Task data
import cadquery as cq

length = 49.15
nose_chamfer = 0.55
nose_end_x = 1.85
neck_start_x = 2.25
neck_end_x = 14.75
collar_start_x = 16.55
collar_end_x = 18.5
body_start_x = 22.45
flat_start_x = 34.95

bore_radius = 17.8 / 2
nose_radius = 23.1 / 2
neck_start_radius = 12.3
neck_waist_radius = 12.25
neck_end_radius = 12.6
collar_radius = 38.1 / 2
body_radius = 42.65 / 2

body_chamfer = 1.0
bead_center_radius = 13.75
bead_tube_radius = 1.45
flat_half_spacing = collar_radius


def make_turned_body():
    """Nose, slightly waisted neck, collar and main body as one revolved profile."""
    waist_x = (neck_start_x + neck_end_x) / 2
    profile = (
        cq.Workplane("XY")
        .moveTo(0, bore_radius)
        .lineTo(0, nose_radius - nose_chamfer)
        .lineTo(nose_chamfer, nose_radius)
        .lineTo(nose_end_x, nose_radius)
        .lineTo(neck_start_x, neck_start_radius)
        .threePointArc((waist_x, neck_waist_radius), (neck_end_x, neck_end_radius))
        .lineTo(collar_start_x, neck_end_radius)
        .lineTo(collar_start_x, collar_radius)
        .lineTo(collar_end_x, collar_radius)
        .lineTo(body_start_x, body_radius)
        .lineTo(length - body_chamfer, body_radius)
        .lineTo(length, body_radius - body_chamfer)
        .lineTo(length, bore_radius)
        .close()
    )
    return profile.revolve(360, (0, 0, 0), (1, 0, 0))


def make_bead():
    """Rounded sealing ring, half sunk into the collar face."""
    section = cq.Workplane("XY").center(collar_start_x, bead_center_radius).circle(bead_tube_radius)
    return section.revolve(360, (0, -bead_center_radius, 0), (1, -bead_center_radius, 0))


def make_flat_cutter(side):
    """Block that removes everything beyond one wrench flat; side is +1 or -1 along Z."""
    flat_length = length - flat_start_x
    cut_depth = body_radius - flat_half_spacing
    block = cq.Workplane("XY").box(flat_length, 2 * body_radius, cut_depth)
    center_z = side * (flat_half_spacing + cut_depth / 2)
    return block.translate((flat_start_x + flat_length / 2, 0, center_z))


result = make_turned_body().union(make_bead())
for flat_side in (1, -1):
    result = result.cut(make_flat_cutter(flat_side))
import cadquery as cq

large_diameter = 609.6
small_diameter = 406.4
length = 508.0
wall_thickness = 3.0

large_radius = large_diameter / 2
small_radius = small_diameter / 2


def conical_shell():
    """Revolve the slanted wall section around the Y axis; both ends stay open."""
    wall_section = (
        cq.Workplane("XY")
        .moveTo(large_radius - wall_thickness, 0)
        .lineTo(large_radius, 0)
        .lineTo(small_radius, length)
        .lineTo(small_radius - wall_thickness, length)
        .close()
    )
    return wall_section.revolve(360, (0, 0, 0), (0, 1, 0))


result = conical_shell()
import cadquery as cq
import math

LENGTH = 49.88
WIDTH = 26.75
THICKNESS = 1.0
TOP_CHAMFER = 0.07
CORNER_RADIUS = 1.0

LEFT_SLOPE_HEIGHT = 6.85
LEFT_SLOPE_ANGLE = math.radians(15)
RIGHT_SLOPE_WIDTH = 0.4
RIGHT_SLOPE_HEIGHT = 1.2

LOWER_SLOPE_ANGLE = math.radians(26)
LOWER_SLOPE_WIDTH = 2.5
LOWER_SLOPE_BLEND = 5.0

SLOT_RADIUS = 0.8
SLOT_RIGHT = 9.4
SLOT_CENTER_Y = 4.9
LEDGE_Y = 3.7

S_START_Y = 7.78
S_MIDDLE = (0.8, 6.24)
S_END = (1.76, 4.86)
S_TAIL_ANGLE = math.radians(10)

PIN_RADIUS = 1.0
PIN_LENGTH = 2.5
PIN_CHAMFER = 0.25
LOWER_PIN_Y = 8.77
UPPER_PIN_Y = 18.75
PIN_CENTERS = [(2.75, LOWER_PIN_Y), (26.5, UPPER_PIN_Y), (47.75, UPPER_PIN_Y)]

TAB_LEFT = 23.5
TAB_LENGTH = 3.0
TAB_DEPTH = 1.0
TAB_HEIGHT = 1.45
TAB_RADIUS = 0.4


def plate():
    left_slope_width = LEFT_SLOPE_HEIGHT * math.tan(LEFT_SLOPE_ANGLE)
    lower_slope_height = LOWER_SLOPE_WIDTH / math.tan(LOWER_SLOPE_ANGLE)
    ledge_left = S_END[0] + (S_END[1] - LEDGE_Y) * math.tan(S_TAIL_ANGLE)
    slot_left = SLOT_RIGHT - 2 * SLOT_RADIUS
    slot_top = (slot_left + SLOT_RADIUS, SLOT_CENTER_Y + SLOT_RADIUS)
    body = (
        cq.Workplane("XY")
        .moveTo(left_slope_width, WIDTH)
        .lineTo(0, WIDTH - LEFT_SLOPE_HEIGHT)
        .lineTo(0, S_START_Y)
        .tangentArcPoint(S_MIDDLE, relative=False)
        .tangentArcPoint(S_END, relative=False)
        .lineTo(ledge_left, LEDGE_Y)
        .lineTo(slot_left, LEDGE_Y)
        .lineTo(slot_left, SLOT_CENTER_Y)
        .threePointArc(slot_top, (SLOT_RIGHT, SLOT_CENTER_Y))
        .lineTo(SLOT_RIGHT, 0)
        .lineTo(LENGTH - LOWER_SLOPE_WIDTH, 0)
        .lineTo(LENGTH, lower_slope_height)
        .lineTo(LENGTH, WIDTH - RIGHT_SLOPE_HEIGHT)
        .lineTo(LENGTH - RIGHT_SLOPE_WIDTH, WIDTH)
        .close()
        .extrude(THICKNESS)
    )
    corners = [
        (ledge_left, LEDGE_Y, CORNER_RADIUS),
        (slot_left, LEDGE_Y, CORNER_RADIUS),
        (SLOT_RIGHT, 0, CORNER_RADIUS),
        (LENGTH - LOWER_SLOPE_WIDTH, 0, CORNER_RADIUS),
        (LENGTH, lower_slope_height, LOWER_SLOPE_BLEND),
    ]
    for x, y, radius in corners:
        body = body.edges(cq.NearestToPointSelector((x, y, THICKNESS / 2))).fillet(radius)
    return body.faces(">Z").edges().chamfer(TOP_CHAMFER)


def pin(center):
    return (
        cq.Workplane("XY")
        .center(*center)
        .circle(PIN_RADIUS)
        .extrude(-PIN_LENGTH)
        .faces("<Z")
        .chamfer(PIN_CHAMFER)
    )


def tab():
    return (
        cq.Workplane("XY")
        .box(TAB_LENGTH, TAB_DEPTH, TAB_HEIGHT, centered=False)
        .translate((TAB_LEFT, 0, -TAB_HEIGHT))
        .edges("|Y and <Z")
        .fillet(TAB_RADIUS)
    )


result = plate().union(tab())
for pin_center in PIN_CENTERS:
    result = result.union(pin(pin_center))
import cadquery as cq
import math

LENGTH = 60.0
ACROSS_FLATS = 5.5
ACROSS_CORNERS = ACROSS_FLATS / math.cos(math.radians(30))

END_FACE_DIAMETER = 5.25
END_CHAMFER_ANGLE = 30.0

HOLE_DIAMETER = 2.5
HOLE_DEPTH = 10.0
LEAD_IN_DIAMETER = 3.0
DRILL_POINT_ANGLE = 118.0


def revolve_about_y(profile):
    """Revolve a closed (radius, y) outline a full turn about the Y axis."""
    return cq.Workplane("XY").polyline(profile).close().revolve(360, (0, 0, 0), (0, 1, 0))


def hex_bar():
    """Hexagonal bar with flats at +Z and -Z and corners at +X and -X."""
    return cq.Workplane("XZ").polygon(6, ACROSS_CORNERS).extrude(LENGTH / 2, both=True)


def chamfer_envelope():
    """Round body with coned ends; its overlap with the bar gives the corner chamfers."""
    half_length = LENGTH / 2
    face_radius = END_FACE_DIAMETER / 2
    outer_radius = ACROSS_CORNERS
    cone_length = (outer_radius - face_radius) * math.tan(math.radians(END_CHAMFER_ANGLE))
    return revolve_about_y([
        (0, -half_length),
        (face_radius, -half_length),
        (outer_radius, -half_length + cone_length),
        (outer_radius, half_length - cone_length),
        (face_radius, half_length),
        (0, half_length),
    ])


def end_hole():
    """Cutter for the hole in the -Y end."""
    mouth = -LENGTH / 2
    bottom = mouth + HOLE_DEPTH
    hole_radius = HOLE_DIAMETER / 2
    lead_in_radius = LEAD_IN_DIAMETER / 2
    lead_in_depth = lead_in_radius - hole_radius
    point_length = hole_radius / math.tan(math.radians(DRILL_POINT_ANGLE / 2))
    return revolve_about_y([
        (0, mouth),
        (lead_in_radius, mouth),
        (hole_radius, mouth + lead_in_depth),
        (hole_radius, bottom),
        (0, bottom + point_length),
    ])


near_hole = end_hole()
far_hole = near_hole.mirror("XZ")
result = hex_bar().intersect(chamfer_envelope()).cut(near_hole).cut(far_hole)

Task to complete
Print, without alteration, only the lines above between the one holding "large_diameter = 609.6" and the one holding "TAB_DEPTH = 1.0", inclusive.

Expected output
large_diameter = 609.6
small_diameter = 406.4
length = 508.0
wall_thickness = 3.0

large_radius = large_diameter / 2
small_radius = small_diameter / 2


def conical_shell():
    """Revolve the slanted wall section around the Y axis; both ends stay open."""
    wall_section = (
        cq.Workplane("XY")
        .moveTo(large_radius - wall_thickness, 0)
        .lineTo(large_radius, 0)
        .lineTo(small_radius, length)
        .lineTo(small_radius - wall_thickness, length)
        .close()
    )
    return wall_section.revolve(360, (0, 0, 0), (0, 1, 0))


result = conical_shell()
import cadquery as cq
import math

LENGTH = 49.88
WIDTH = 26.75
THICKNESS = 1.0
TOP_CHAMFER = 0.07
CORNER_RADIUS = 1.0

LEFT_SLOPE_HEIGHT = 6.85
LEFT_SLOPE_ANGLE = math.radians(15)
RIGHT_SLOPE_WIDTH = 0.4
RIGHT_SLOPE_HEIGHT = 1.2

LOWER_SLOPE_ANGLE = math.radians(26)
LOWER_SLOPE_WIDTH = 2.5
LOWER_SLOPE_BLEND = 5.0

SLOT_RADIUS = 0.8
SLOT_RIGHT = 9.4
SLOT_CENTER_Y = 4.9
LEDGE_Y = 3.7

S_START_Y = 7.78
S_MIDDLE = (0.8, 6.24)
S_END = (1.76, 4.86)
S_TAIL_ANGLE = math.radians(10)

PIN_RADIUS = 1.0
PIN_LENGTH = 2.5
PIN_CHAMFER = 0.25
LOWER_PIN_Y = 8.77
UPPER_PIN_Y = 18.75
PIN_CENTERS = [(2.75, LOWER_PIN_Y), (26.5, UPPER_PIN_Y), (47.75, UPPER_PIN_Y)]

TAB_LEFT = 23.5
TAB_LENGTH = 3.0
TAB_DEPTH = 1.0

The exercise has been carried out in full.